In this tutorial we will create a Google Compute Engine with 16 vCPUs, 60 GB memory, 500GB SSD disk, and 2 x NVIDIA Tesla K80 GPUs.
sudo shutdown -h now
while you are logged into the VM via Terminal.
In order to create a Google Compute Engine we need a Google account, if you do not have one please Create your Google Account and continue.
Google offers a generous $300 free credit for everyone with an account to try the provided services. We should visit Google Cloud Platform and click TRY IT FREE. We will be asked to enter contact and credit card information, however, we will only be charged upon finishing $300 free credit and if we upgrade our account, which we will in order to be able to use GPUs.
Filling out the information, will direct us to Google Cloud Platform Dashbord. We should go to VM instances under Compute Engine menu and wait until the compute engine is ready.
Now, we can visit Quotas section under IAM & admin menu to increase the quota of GPUs to 2 Nvidia K80, which is zero in default. First select the project as shown in the picture below.

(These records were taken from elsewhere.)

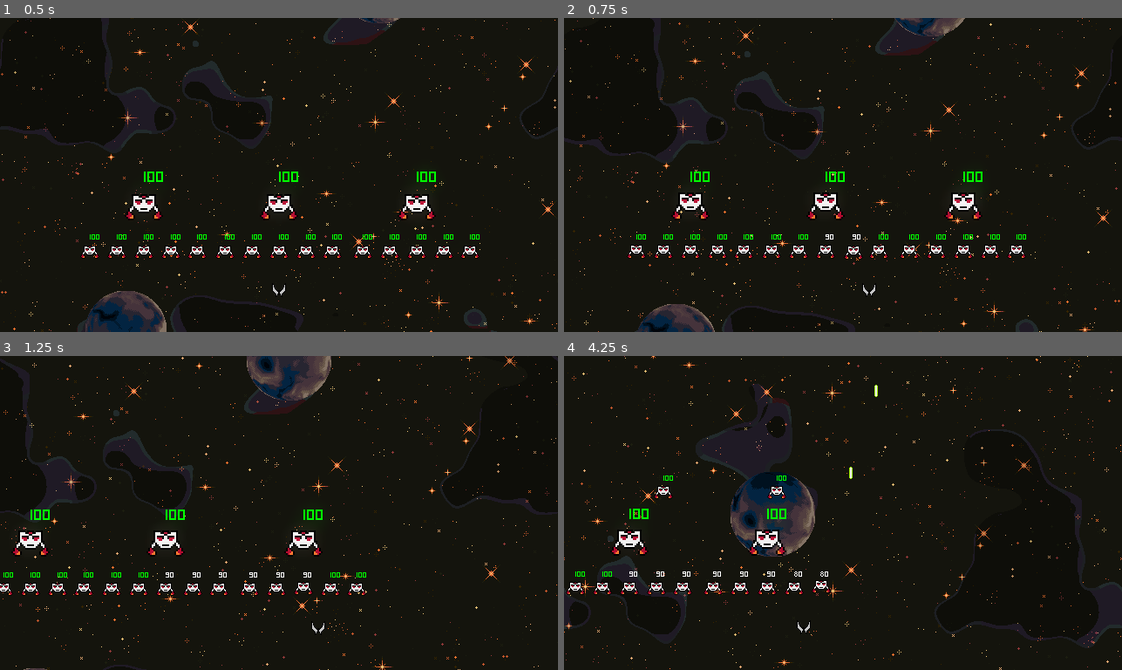
Above: before the commit, frames 1-4 (two rows, left to right).
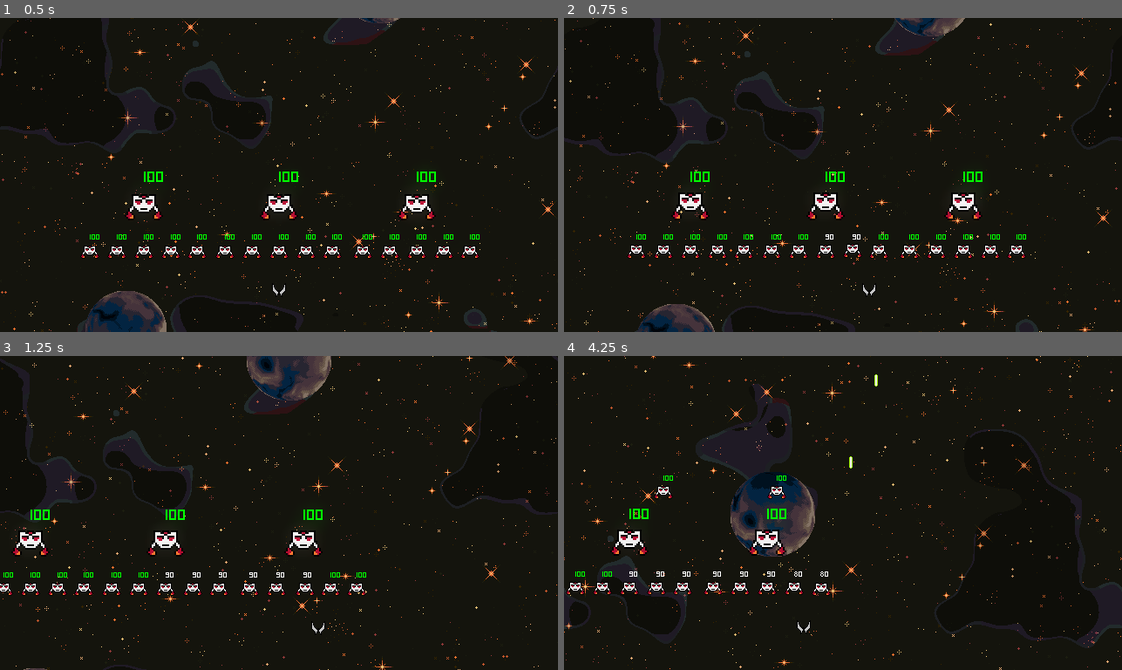
Above: after the commit, the same moments.

Repository: MuDotGen/pixel-shmup
Game: Godot game, scene res://scenes/debug/test_level.tscn
The game is run twice, just before and just after one commit, with the same random seed, the same clock (stepped at 60 frames per second) and the same inputs.
Inputs:
- Up to frame 1 (0.5 s): no input
- Up to frame 2 (0.75 s): hold Right (player_move_right) from 0.53 s (still down); hold Z (player_weapon_primary) from 0.53 s (still down)
- Up to frame 3 (1.25 s): keep holding Right (player_move_right); keep holding Z (player_weapon_primary)
- Up to frame 4 (4.25 s): release Right (player_move_right) at 1.28 s; release Z (player_weapon_primary) at 1.28 s; hold Down (player_move_down) 1.28-2.03 s; tap Z (player_weapon_primary) at 1.35, 2.85 s; hold Right (player_move_right) 2.03-2.78 s; hold Z (player_weapon_primary) 2.03-2.78 s; hold Up (player_move_up) 2.78-3.53 s; hold Left (player_move_left) from 3.53 s (still down); hold Z (player_weapon_primary) from 3.53 s (still down)

Frame 1 is identical in both runs. In frame 2, less than 0.1% of the frame differs, in the area x 50-54%, y 72-77%; in frame 3, less than 0.1%; in frame 4, 0.2%, in the area x 44-57%, y 5-77%.

Commit message:
Fixed projectile rotation logic and added various projectile options

Diff:
--- a/shmup/_common/scripts/path_controller_2d.gd
+++ b/shmup/_common/scripts/path_controller_2d.gd
@@ -6,7 +6,7 @@
 ## If there are multiple children, then each one will start to follow the path one after another with this delay
 @export var _children_move_delay: float = 0.5 # In seconds
 ## Child nodes that will follow the path
-@export var _path_children : Array = []
+@export var _path_children : Array[PathFollow2D] = []
 ## Duration of the tween for each child to follow the path
 @export var _duration : float = 5.0
 
@@ -22,7 +22,9 @@
 			if child is PathFollow2D:
 				_path_children.append(child)
 				# When the child is destroyed, remove its reference from the list as well
-				child.tree_exiting.connect(_on_child_tree_exiting.bind(child))
+
+	for child in _path_children:
+		child.tree_exiting.connect(_on_child_tree_exiting.bind(child))
 
 	# Start moving the children along the path
 	_start_move_children_along_path()
--- a/shmup/scenes/backgrounds/parallax_background.tscn
+++ b/shmup/scenes/backgrounds/parallax_background.tscn
@@ -5,8 +5,9 @@
 [ext_resource type="Texture2D" uid="uid://dvxq0v80etk8g" path="res://scenes/backgrounds/art/bgr_nebulae1.png" id="2_ef1wu"]
 [ext_resource type="Texture2D" uid="uid://d127yk1woonot" path="res://scenes/backgrounds/art/bgr_planets1.png" id="3_mw40j"]
 
-[node name="ParallaxBackground" type="Node2D"]
+[node name="ParallaxBackground" type="Node2D" node_paths=PackedStringArray("_parallax_layers")]
 script = ExtResource("1_tkwg1")
+_parallax_layers = [NodePath("ParallaxStars"), NodePath("ParallaxNebulae"), NodePath("ParallaxPlanets")]
 
 [node name="ParallaxStars" type="Parallax2D" parent="."]
 scroll_scale = Vector2(0.5, 0.5)
--- a/shmup/scenes/backgrounds/scripts/parallax_background.gd
+++ b/shmup/scenes/backgrounds/scripts/parallax_background.gd
@@ -7,8 +7,9 @@
 		scroll_speed_multiplier = value
 		_multiply_scroll_speeds()
 
-var _parallax_layers : Array = []
-var _base_scroll_velocities : Array = []
+@export var _parallax_layers : Array[Parallax2D] = []
+
+var _base_scroll_velocities : Array[Vector2] = []
 
 func _ready() -> void:
 	# Get all children of the node of type Parallax2D if they are not set
@@ -27,5 +28,11 @@
 
 
 func _multiply_scroll_speeds() -> void:
+	if _parallax_layers.size() == 0:
+		return
+
+	if _base_scroll_velocities.size() == 0:
+		return
+
 	for i in range(_parallax_layers.size()):
 		_parallax_layers[i].autoscroll = _base_scroll_velocities[i] * scroll_speed_multiplier
--- a/shmup/scenes/debug/test_level.tscn
+++ b/shmup/scenes/debug/test_level.tscn
@@ -20,8 +20,9 @@
 [node name="WorldEnvironment" type="WorldEnvironment" parent="."]
 environment = SubResource("Environment_y1c1j")
 
-[node name="ParallaxBackground" parent="." instance=ExtResource("1_je6mx")]
+[node name="ParallaxBackground" parent="." node_paths=PackedStringArray("_parallax_layers") instance=ExtResource("1_je6mx")]
 scroll_speed_multiplier = 4.0
+_parallax_layers = [NodePath("ParallaxStars"), NodePath("ParallaxNebulae"), NodePath("ParallaxPlanets")]
 
 [node name="CanvasBorder" type="Line2D" parent="."]
 visible = false
--- a/shmup/scenes/player/player.tscn
+++ b/shmup/scenes/player/player.tscn
@@ -13,6 +13,7 @@
 motion_mode = 1
 script = ExtResource("1_e3avg")
 movement_speed = 250.0
+projectile_offset = Vector2(0, -16)
 projectile_scene = ExtResource("2_p6s0w")
 
 [node name="CollisionShape2D" type="CollisionShape2D" parent="."]
--- a/shmup/scenes/player/scripts/player.gd
+++ b/shmup/scenes/player/scripts/player.gd
@@ -47,18 +47,42 @@
 	if _can_fire_projectile and Input.is_action_pressed("player_weapon_primary"):
 		_fire_projectile()
 
-func _fire_projectile() -> void:
+
+		# ;) Cheat
+
+		# "Spreader"
+		# _fire_projectile(- PI / 8)
+		# _fire_projectile(-PI / 16)
+		# _fire_projectile(PI / 16)
+		# _fire_projectile(PI / 8)
+
+		# "Wave"
+		# _fire_projectile(0, Vector2(-8, 0))
+		# _fire_projectile(0, Vector2(-16, 0))
+		# _fire_projectile(0, Vector2(-24, 0))
+		# _fire_projectile(0, Vector2(-32, 0))
+		# _fire_projectile(0, Vector2(-40, 0))
+		# _fire_projectile(0, Vector2(8, 0))
+		# _fire_projectile(0, Vector2(16, 0))
+		# _fire_projectile(0, Vector2(24, 0))
+		# _fire_projectile(0, Vector2(32, 0))
+		# _fire_projectile(0, Vector2(40, 0))
+
+
+func _fire_projectile(angle_offset: float = 0.0, fine_offset: Vector2 = Vector2.ZERO) -> void:
+	var projectile_angle : float = rotation + angle_offset
 	var projectile : Projectile = projectile_scene.instantiate() as Projectile
-
-	get_tree().root.add_child(projectile) # Add the projectile to the root of the scene tree so it doesn't get affected by the player's movement
-
-	projectile.global_position = self.global_position + projectile_offset
+	get_tree().root.add_child(projectile) # Set the projectile as a child of the root node so it is not affected by theh player rotation
+	projectile.global_position = global_position + projectile_offset.rotated(projectile_angle) + fine_offset # Set where the projectile will spawn
+	projectile.global_rotation = projectile_angle # Set the visual rotation of the projectile
+	projectile.direction = projectile.direction.rotated(projectile_angle).normalized() # Set the direction to move
 
 	projectile_audio.play()
 
 	# Reset the firing cooldown
 	_can_fire_projectile = false
 	projectile_cooldown.start()
+
 	pass
 
 func _on_projectile_cooldown_timeout() -> void:

Then we should find the Google Compute Engine API related to NVidia K80 GPUs in the us-west1 zone, check the box next to it and click EDIT QUOTAS on the top bar. Afterwards, we fill out the information asked in the right menu and request a Change to 2 GPUs and submit it. In a few minutes we will receive an approaval email.
Upon receiving the approval email, we go to VM instances under Compute Engine menu and start configuring the Virtual Machine instance. You can use any configuration you prefer, but as a purpose of this blog post we will use the following configuration
Now we click create and wait for about 20 minutes while virtual machine is getting ready and Nvidia Drivers and CUDA are being installed. You can come later to continue or watch these tow TED Talks.
After about 20 minutes we should visit External IP addresses under VPC network and change the ip Type to Static. We will use the static ip address to connect from our local browser to Jupyter Notebook running on the virtual machine.
Now we should define a new Firewall rule. Go to Firewall rulesunder VPC network and click CREATE FIREWALL RULE on the top menu and fill out the following information.
We are ready to install Deep Learning libraries on our Google Compute Engine. In my opinion the most convenient way to connect to a Google Compute Engine is via Terminal, however you can activate Google Cloud Shell from an icon similar to >- and skip installig Google Cloud SDK. Go to Google Cloud SDK and install it using the scripts in 1, 2, 3, and 4, before going to next section.
When you finish installing SDK run gcloud auth login
to allow Google Cloud SDK to access your account.
Then copy gcloud command as shown in the below and run it on Terminal.
Now we are ready to install Python Deep Learning Libraries on our machine. First copy and paste the following code on Terminal (be sure that you are connected to Google Compute Engine instance) to download the scripts we need.
wget https://raw.githubusercontent.com/ImOmid/Deep-Learning-on-Google-Compute-Engine/master/gcp_ubuntu16_dl.sh
Then run bash gcp_ubuntu16_dl.sh
on Terminal to install the libraries. This process will take about 1 hours, so be patient and do your other task without closing Terminal. After it is done a message will be shown on Terminal which guid you to check if everything is done successfully.
When you see a message similar to the one in the picture above run the followings in order on Terminal to be sure that the python virtual environment was created successfully with deep learning libraries and OpenCV 3.3.0 installed. If there is no erros now you have created a Powerful virtual machine which you can use to train your models.
source ~/venv/bin/activate
ipython
import tensorflow as tf
import keras
import torch
import cv2
exit
jupyter notebook --no-browser --port 7000
You will see a URL similar to the one in the picture below. Copy the url and paste it on your browser address bar and replace the localhost with the external ip address of you virtual machine which you can find at External IP addresses under VPC network. Hit the Enter and you are running Jupyter Notebook of your Google Compute Engine instance locally.
sudo shutdown -h now
while you are logged into the VM via Terminal.